Hallo, ich will mir einen neuen cpu-kühler zu legen, und kann mich nicht so richtig entscheiden, meine wahl momentan liegt bei diesen zwei kühler, die ich im titel schon erwähnt habe... was wördet ihr mir ratten, welchen der beiden kühler ist empfelungswerter und warum...

hier noch zwei links von caseking:

arctic:
Caseking.de » CPU-Kühler » Alle CPU-Kühler » Arctic Cooling Freezer Xtreme Rev.2

cooler master:
Caseking.de » CPU-Kühler » Alle CPU-Kühler » Cooler Master RR-920-N520-GP Hyper N520 CPU Cooler

danke im voraus!

gruß
eldon89


----------



## doceddy (21. Juni 2009)

*AW: "Arctic Cooling Freezer Xtreme Rev.2" oder lieber "Cooler Master RR-920-N520-GP Hyper N520 CPU C*

Wenns unter 30€ sein soll, dann nimm lieber den Scythe Kama Angle oder den Cooler Master Hyper 212.


----------



## Cr@zed^ (21. Juni 2009)

*AW: "Arctic Cooling Freezer Xtreme Rev.2" oder lieber "Cooler Master RR-920-N520-GP Hyper N520 CPU C*

Ich kann dir vom AC Freezer Xtreme nur abraten.
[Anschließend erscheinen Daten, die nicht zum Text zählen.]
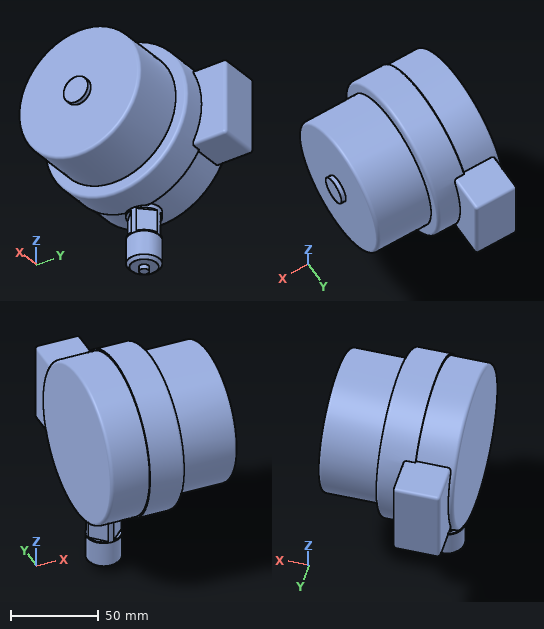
import cadquery as cq


overall_depth = 117.0
overall_height = 138

bezel_diameter = 98
rim_diameter = 100.0
housing_diameter = 85.0
stub_diameter = 17.0
rim_front_x = 24.0
rim_back_x = 46.0
housing_back_x = 82.1
stub_back_x = 85.1
edge_radius = 2.1

fitting_x = 17.0
shank_diameter = 21.0
thread_step = 0.03
thread_diameter = shank_diameter - 2 * thread_step
pin_diameter = 6.0
across_flats = 17.0
fitting_length = overall_height - rim_diameter / 2
pin_length = 3.0
thread_length = 18.0
thread_chamfer = 2.1
flat_height = 15.0
flat_margin = 0.8

box_front_x = 3.0
box_width = 28.0
box_height = 50.0
box_inner_y = 27.6
box_outer_y = overall_depth - rim_diameter / 2


def case_disc(diameter, start_x, end_x):
    """Cylinder along the case axis between two X positions."""
    disc = cq.Workplane("YZ", origin=(start_x, 0, 0)).circle(diameter / 2)
    return disc.extrude(end_x - start_x)


def fitting_disc(diameter, bottom_z, top_z):
    """Cylinder along the fitting axis between two heights."""
    disc = cq.Workplane("XY", origin=(fitting_x, 0, bottom_z)).circle(diameter / 2)
    return disc.extrude(top_z - bottom_z)


def make_case():
    bezel = case_disc(bezel_diameter, 0, rim_front_x).faces("<X").edges().fillet(edge_radius)
    rim = case_disc(rim_diameter, rim_front_x, rim_back_x).faces(">X").edges().fillet(edge_radius)
    housing = case_disc(housing_diameter, rim_back_x, housing_back_x)
    housing = housing.faces(">X").edges().fillet(edge_radius)
    stub = case_disc(stub_diameter, housing_back_x, stub_back_x)
    return bezel.union(rim).union(housing).union(stub)


def make_fitting():
    pin_bottom_z = -fitting_length
    thread_bottom_z = pin_bottom_z + pin_length
    shank_bottom_z = thread_bottom_z + thread_length
    flat_bottom_z = shank_bottom_z + flat_margin

    pin = fitting_disc(pin_diameter, pin_bottom_z, thread_bottom_z)
    thread = fitting_disc(thread_diameter, thread_bottom_z, shank_bottom_z)
    thread = thread.faces("<Z").edges().chamfer(thread_chamfer)
    shank = fitting_disc(shank_diameter, shank_bottom_z, 0)

    flats_plane = cq.Workplane("XY", origin=(fitting_x, 0, flat_bottom_z))
    surround = flats_plane.circle(shank_diameter).extrude(flat_height)
    square = flats_plane.transformed(rotate=(0, 0, 45)).rect(across_flats, across_flats)
    shank = shank.cut(surround.cut(square.extrude(flat_height)))
    return shank.union(thread).union(pin)


def make_terminal_box():
    depth = box_outer_y - box_inner_y
    center = (box_front_x + box_width / 2, box_inner_y + depth / 2, 0)
    box = cq.Workplane("XY", origin=center).box(box_width, depth, box_height)
    return box.edges().fillet(edge_radius)


result = make_case().union(make_fitting()).union(make_terminal_box())
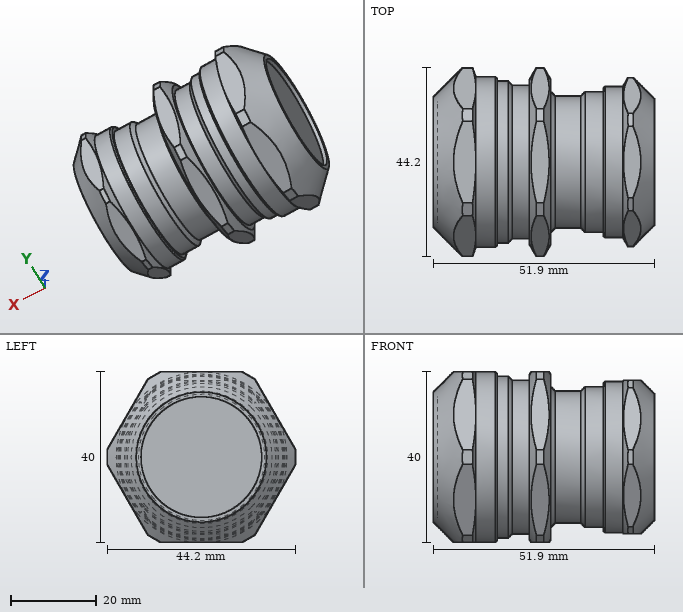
import cadquery as cq
import math


TOTAL_LENGTH = 51.87
CORNER_TRIM = 1.0
HALF_SIDE_ANGLE = 30.0

CAP_FLATS = 40.0
CAP_END = 10.0
CAP_FACE_DIAMETER = 30.5
CAP_BACK_ANGLE = 20.0
RECESS_DIAMETER = 28.3
RECESS_DEPTH = 1.0

MIDDLE_FLATS = 40.0
MIDDLE_START = 22.5
MIDDLE_END = 27.6
MIDDLE_FACE_DIAMETER = 38.5

LOCK_FLATS = 36.0
LOCK_START = 44.45
LOCK_FACE_DIAMETER = 29.6

NUT_CHAMFER_ANGLE = 30.0
OUTER_CONE_ANGLE = 45.0

SKIRT_DIAMETER = CAP_FLATS
SKIRT_END = 15.05
SKIRT_CHAMFER = 0.5
COLLAR_DIAMETER = 38.0
COLLAR_END = 18.5
NECK_DIAMETER = 36.1
WAIST_DIAMETER = 31.0
WAIST_START = 28.6
WAIST_END = 34.6
RING_DIAMETER = 33.0
RING_END = 39.9
SLEEVE_DIAMETER = 35.5
SLEEVE_CHAMFER = 0.4


def corner_radius(flats):
    """Distance from the axis to the trimmed corners of a hexagon."""
    return flats / math.sqrt(3) - CORNER_TRIM


def cone_length(radial_height, angle):
    """Axial length of a cone that rises by radial_height, angle taken from the end plane."""
    return radial_height * math.tan(math.radians(angle))


def revolve_profile(points):
    """Solid of revolution about X from (x, radius) points, closed along the axis."""
    first_x = points[0][0]
    last_x = points[-1][0]
    outline = [(first_x, 0), *points, (last_x, 0)]
    return cq.Workplane("XY").polyline(outline).close().revolve(360, (0, 0, 0), (1, 0, 0))


def hexagon_prism(flats, start, end):
    """Sharp hexagon prism along X with flats facing +Z and -Z."""
    corner_diameter = 2 * flats / math.sqrt(3)
    plane = cq.Workplane("YZ", origin=(start, 0, 0))
    return plane.polygon(6, corner_diameter).extrude(end - start)


def trimmed_hexagon(flats, start, end):
    """Hexagon prism with its six corners cut flat by a second hexagon turned half a side."""
    trimmer = hexagon_prism(2 * corner_radius(flats), start, end)
    trimmer = trimmer.rotate((0, 0, 0), (1, 0, 0), HALF_SIDE_ANGLE)
    return hexagon_prism(flats, start, end).intersect(trimmer)


def nut(flats, start, start_radius, start_angle, end, end_radius, end_angle):
    """Hexagon nut whose two ends are turned to cones."""
    turning_radius = corner_radius(flats) + CORNER_TRIM / 2
    turned = revolve_profile([
        (start, start_radius),
        (start + cone_length(turning_radius - start_radius, start_angle), turning_radius),
        (end - cone_length(turning_radius - end_radius, end_angle), turning_radius),
        (end, end_radius),
    ])
    return trimmed_hexagon(flats, start, end).intersect(turned)


def round_body():
    """Stepped turned body running from the cap nut into the lock nut."""
    skirt = SKIRT_DIAMETER / 2
    collar = COLLAR_DIAMETER / 2
    neck = NECK_DIAMETER / 2
    waist = WAIST_DIAMETER / 2
    ring = RING_DIAMETER / 2
    sleeve = SLEEVE_DIAMETER / 2
    waist_flare = WAIST_START - MIDDLE_END
    return revolve_profile([
        (CAP_END, skirt),
        (SKIRT_END - SKIRT_CHAMFER, skirt),
        (SKIRT_END, skirt - SKIRT_CHAMFER),
        (SKIRT_END, collar),
        (COLLAR_END - (collar - neck), collar),
        (COLLAR_END, neck),
        (MIDDLE_END, neck),
        (MIDDLE_END, waist + waist_flare),
        (WAIST_START, waist),
        (WAIST_END, waist),
        (WAIST_END + (ring - waist), ring),
        (RING_END, ring),
        (RING_END, sleeve - SLEEVE_CHAMFER),
        (RING_END + SLEEVE_CHAMFER, sleeve),
        (LOCK_START, sleeve),
    ])


def cap_recess():
    """Shallow round recess in the -X face."""
    return cq.Workplane("YZ").circle(RECESS_DIAMETER / 2).extrude(RECESS_DEPTH)


cap_nut = nut(
    CAP_FLATS, 0, CAP_FACE_DIAMETER / 2, OUTER_CONE_ANGLE,
    CAP_END, SKIRT_DIAMETER / 2, CAP_BACK_ANGLE,
)
middle_nut = nut(
    MIDDLE_FLATS, MIDDLE_START, MIDDLE_FACE_DIAMETER / 2, NUT_CHAMFER_ANGLE,
    MIDDLE_END, MIDDLE_FACE_DIAMETER / 2, NUT_CHAMFER_ANGLE,
)
lock_nut = nut(
    LOCK_FLATS, LOCK_START, SLEEVE_DIAMETER / 2, NUT_CHAMFER_ANGLE,
    TOTAL_LENGTH, LOCK_FACE_DIAMETER / 2, OUTER_CONE_ANGLE,
)

body = round_body().union(cap_nut).union(middle_nut).union(lock_nut)
result = body.cut(cap_recess())

Ich hatte diesen Kühler für meinen Zweitrechner mitgenommen, die Kühlleistung war Anfangs auch sehr gut. Nachdem ich jedoch die CPU getauscht hatte und den Kühler erneut verbauet hatte, bemerkte ich Temperaturen um die 60°C. Meine erste Vermutung war, das der Kühler nicht richtig verbaut war. Also nochmal neu gemacht, noch schlechtere Temperaturen. Ich habe mir dann den Kühler mal genauer angeschaut und die Flügel der Befestigung hatten sich verbogen. Diese bestehen aus billigen Zinkblech und man kann sie ganz einfach von Hand verbiegen. 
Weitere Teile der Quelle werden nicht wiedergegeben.